Merry Men
by
Robert Louis Stevenson

Part 5 out of 5



'Henri!' she cried.

'Well, well, I will say no more,' he replied. 'Though, to be sure,
if you had consented to indue - A PROPOS,' he broke off, 'and my
trousers! They are lying in the snow - my favourite trousers!'
And he dashed in quest of Jean-Marie.

Two hours afterwards the boy returned to the inn with a spade under
one arm and a curious sop of clothing under the other.

The Doctor ruefully took it in his hands. 'They have been!' he
said. 'Their tense is past. Excellent pantaloons, you are no
more! Stay, something in the pocket,' and he produced a piece of
paper. 'A letter! ay, now I mind me; it was received on the
morning of the gale, when I was absorbed in delicate
investigations. It is still legible. From poor, dear Casimir! It
is as well,' he chuckled, 'that I have educated him to patience.
Poor Casimir and his correspondence - his infinitesimal, timorous,
idiotic correspondence!'

He had by this time cautiously unfolded the wet letter; but, as he
bent himself to decipher the writing, a cloud descended on his
brow.

'BIGRE!' he cried, with a galvanic start.

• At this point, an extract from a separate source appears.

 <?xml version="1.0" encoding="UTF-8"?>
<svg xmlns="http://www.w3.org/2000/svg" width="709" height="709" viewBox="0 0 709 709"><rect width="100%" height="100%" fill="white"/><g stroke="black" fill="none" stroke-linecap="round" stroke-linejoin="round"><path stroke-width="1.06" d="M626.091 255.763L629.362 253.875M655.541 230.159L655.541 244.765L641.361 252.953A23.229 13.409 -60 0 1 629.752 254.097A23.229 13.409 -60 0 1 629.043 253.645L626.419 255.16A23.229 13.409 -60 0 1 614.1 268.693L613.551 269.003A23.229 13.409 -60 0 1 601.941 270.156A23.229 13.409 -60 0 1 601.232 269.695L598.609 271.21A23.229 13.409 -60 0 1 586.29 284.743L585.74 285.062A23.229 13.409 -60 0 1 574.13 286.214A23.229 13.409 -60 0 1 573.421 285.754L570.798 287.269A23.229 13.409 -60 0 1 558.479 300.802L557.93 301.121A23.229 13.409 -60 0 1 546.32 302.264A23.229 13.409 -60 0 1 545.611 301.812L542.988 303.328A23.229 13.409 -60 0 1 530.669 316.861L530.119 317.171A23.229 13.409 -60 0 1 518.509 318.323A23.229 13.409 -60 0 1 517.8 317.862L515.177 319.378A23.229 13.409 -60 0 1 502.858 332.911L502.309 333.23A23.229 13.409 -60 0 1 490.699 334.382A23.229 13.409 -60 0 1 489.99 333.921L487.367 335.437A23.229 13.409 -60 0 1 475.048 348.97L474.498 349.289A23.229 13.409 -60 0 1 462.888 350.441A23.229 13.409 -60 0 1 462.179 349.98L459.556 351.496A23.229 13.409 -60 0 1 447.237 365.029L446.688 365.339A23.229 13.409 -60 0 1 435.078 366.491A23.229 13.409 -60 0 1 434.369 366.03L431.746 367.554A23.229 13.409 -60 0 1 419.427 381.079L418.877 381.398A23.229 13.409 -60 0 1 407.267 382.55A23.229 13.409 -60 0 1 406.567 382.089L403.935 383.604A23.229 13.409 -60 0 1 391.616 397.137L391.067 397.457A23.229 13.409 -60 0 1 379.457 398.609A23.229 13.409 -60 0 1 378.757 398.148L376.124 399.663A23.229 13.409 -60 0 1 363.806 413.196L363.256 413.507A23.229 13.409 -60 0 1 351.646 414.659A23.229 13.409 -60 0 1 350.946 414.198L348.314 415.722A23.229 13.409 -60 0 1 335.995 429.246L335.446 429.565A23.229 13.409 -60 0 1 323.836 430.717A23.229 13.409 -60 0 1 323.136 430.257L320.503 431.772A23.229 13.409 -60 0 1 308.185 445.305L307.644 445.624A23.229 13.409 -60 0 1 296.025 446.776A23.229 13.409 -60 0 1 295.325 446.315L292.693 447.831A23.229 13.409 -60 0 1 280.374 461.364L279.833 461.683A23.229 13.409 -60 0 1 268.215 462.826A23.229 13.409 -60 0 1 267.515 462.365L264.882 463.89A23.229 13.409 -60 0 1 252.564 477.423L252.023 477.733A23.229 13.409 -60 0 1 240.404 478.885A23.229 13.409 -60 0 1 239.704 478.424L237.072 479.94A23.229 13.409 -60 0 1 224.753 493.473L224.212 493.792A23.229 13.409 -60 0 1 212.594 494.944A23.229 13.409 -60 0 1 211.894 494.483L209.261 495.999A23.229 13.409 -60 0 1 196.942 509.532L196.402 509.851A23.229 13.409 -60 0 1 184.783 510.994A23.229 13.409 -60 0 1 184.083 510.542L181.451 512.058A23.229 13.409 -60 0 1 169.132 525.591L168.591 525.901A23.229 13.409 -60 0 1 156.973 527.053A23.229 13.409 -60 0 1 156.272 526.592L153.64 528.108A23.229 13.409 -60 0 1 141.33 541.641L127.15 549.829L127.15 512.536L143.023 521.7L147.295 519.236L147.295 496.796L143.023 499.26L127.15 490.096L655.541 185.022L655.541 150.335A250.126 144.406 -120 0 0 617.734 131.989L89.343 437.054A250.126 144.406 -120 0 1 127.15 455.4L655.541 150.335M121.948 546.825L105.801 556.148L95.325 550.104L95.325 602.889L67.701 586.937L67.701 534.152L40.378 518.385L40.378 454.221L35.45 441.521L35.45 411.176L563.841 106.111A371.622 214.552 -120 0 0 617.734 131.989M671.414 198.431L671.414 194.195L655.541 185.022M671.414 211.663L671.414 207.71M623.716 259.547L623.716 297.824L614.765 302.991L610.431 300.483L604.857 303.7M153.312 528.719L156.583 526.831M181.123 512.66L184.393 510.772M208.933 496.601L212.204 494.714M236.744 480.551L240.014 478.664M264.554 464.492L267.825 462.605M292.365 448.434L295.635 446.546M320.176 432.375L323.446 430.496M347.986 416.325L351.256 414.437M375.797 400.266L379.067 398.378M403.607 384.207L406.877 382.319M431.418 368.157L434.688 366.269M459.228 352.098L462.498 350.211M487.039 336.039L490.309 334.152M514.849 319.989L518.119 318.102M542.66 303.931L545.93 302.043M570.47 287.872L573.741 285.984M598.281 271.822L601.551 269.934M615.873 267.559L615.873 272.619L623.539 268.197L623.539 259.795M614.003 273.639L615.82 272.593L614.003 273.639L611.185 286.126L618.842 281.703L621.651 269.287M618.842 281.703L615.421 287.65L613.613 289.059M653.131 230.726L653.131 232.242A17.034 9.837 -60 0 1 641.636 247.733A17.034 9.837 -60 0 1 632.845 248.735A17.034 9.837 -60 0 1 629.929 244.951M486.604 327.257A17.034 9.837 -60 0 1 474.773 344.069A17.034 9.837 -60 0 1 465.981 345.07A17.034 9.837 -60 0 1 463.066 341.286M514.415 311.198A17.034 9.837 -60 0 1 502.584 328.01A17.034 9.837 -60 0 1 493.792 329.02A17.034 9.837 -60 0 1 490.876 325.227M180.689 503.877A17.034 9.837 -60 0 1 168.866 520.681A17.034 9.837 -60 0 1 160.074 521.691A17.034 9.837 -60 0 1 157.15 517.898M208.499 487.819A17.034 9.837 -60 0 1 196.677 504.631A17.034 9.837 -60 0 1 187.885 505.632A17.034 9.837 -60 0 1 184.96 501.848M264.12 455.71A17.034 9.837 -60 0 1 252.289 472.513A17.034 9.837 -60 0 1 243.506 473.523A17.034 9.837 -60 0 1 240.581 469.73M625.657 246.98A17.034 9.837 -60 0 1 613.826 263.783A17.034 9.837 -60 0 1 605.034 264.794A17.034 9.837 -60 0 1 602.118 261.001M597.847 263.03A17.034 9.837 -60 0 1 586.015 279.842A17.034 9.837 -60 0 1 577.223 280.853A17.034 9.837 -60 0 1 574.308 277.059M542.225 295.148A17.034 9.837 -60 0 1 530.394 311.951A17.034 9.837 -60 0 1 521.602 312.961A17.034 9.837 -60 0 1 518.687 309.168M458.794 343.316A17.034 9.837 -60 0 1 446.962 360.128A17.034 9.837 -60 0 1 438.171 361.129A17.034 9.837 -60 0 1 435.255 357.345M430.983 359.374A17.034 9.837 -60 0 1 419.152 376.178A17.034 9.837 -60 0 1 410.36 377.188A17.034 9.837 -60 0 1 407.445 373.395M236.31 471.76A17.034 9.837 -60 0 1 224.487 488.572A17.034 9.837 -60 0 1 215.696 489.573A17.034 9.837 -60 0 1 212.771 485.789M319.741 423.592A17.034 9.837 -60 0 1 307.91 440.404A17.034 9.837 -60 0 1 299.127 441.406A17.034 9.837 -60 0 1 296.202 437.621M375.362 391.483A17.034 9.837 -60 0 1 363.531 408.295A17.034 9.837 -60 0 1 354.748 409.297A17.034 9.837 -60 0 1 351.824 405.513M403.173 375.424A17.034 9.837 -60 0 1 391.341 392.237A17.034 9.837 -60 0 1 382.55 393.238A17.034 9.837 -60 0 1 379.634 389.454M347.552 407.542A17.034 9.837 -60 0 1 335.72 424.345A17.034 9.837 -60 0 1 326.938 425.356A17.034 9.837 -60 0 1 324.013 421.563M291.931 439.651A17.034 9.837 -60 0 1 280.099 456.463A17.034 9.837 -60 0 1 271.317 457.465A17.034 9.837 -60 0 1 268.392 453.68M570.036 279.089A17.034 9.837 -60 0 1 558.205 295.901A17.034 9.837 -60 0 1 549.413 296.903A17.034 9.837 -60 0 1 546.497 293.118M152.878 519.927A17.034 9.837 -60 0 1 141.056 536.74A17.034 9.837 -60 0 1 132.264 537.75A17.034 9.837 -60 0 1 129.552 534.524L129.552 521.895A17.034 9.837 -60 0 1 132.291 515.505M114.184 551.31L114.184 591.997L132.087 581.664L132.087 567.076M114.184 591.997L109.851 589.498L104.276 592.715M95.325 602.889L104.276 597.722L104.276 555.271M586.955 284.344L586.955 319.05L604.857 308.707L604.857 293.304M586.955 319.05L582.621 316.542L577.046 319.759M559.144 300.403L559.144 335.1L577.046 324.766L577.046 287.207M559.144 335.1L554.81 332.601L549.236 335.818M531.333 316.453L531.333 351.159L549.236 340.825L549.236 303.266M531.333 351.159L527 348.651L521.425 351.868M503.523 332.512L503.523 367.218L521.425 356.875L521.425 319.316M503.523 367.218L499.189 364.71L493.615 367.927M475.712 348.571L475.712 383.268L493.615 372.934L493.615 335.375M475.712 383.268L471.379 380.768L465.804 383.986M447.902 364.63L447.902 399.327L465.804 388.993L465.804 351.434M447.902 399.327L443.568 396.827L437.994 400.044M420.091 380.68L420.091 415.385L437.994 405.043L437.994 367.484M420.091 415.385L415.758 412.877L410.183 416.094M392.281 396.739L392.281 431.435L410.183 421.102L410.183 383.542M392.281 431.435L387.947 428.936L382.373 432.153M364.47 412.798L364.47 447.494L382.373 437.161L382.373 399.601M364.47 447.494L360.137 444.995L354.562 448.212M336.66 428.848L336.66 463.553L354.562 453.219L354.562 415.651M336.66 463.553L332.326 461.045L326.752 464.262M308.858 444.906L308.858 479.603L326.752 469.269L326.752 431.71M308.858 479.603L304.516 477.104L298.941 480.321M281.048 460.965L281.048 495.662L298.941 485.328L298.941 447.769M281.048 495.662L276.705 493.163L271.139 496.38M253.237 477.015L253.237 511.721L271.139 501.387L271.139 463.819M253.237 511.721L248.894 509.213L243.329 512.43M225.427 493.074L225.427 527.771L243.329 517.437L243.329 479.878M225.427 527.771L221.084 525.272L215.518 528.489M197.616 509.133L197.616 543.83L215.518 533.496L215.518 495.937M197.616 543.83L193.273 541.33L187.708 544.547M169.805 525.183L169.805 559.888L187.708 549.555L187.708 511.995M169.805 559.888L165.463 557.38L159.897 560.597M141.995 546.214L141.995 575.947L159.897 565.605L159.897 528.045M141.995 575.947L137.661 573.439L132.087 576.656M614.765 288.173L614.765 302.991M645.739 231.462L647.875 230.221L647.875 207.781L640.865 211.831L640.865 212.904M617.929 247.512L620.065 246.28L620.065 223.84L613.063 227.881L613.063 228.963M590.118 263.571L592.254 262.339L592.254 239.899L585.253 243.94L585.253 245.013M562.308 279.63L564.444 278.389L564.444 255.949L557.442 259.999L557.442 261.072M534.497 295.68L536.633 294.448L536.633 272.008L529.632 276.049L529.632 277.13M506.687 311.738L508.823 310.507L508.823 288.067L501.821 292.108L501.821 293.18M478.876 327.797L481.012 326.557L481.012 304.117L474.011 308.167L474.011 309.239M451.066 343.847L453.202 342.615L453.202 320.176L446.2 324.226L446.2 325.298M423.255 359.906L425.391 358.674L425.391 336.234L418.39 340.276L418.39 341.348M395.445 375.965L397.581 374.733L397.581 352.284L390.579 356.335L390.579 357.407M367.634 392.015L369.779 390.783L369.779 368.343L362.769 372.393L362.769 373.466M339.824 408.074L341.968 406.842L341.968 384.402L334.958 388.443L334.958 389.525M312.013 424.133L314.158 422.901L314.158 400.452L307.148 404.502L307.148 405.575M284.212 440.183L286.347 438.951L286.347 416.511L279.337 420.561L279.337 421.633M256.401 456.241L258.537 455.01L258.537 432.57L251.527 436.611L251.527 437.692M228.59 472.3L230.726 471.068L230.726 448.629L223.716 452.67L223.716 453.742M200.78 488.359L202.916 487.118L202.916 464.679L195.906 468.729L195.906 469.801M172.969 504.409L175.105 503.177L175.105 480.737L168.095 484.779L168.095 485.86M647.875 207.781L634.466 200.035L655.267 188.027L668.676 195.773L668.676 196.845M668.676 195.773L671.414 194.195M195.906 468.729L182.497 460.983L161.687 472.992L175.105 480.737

And then the letter was whipped into the fire, and the Doctor's cap
was on his head in the turn of a hand.

'Ten minutes! I can catch it, if I run,' he cried. 'It is always
late. I go to Paris. I shall telegraph.'

'Henri! what is wrong?' cried his wife.

'Ottoman Bonds!' came from the disappearing Doctor; and Anastasie
and Jean-Marie were left face to face with the wet trousers.
Desprez had gone to Paris, for the second time in seven years; he
had gone to Paris with a pair of wooden shoes, a knitted spencer, a
black blouse, a country nightcap, and twenty francs in his pocket.
The fall of the house was but a secondary marvel; the whole world
might have fallen and scarce left his family more petrified.




CHAPTER VIII. THE WAGES OF PHILOSOPHY.


ON the morning of the next day, the Doctor, a mere spectre of
himself, was brought back in the custody of Casimir. They found
Anastasie and the boy sitting together by the fire; and Desprez,
who had exchanged his toilette for a ready-made rig-out of poor
materials, waved his hand as he entered, and sank speechless on the
nearest chair. Madame turned direct to Casimir.

'What is wrong?' she cried.

'Well,' replied Casimir, 'what have I told you all along? It has
come. It is a clean shave, this time; so you may as well bear up
and make the best of it. House down, too, eh? Bad luck, upon my
soul.'

'Are we - are we - ruined?' she gasped.

The Doctor stretched out his arms to her. 'Ruined,' he replied,
'you are ruined by your sinister husband.'

Casimir observed the consequent embrace through his eyeglass; then
he turned to Jean-Marie. 'You hear?' he said. 'They are ruined;
no more pickings, no more house, no more fat cutlets. It strikes
me, my friend, that you had best be packing; the present
speculation is about worked out.' And he nodded to him meaningly.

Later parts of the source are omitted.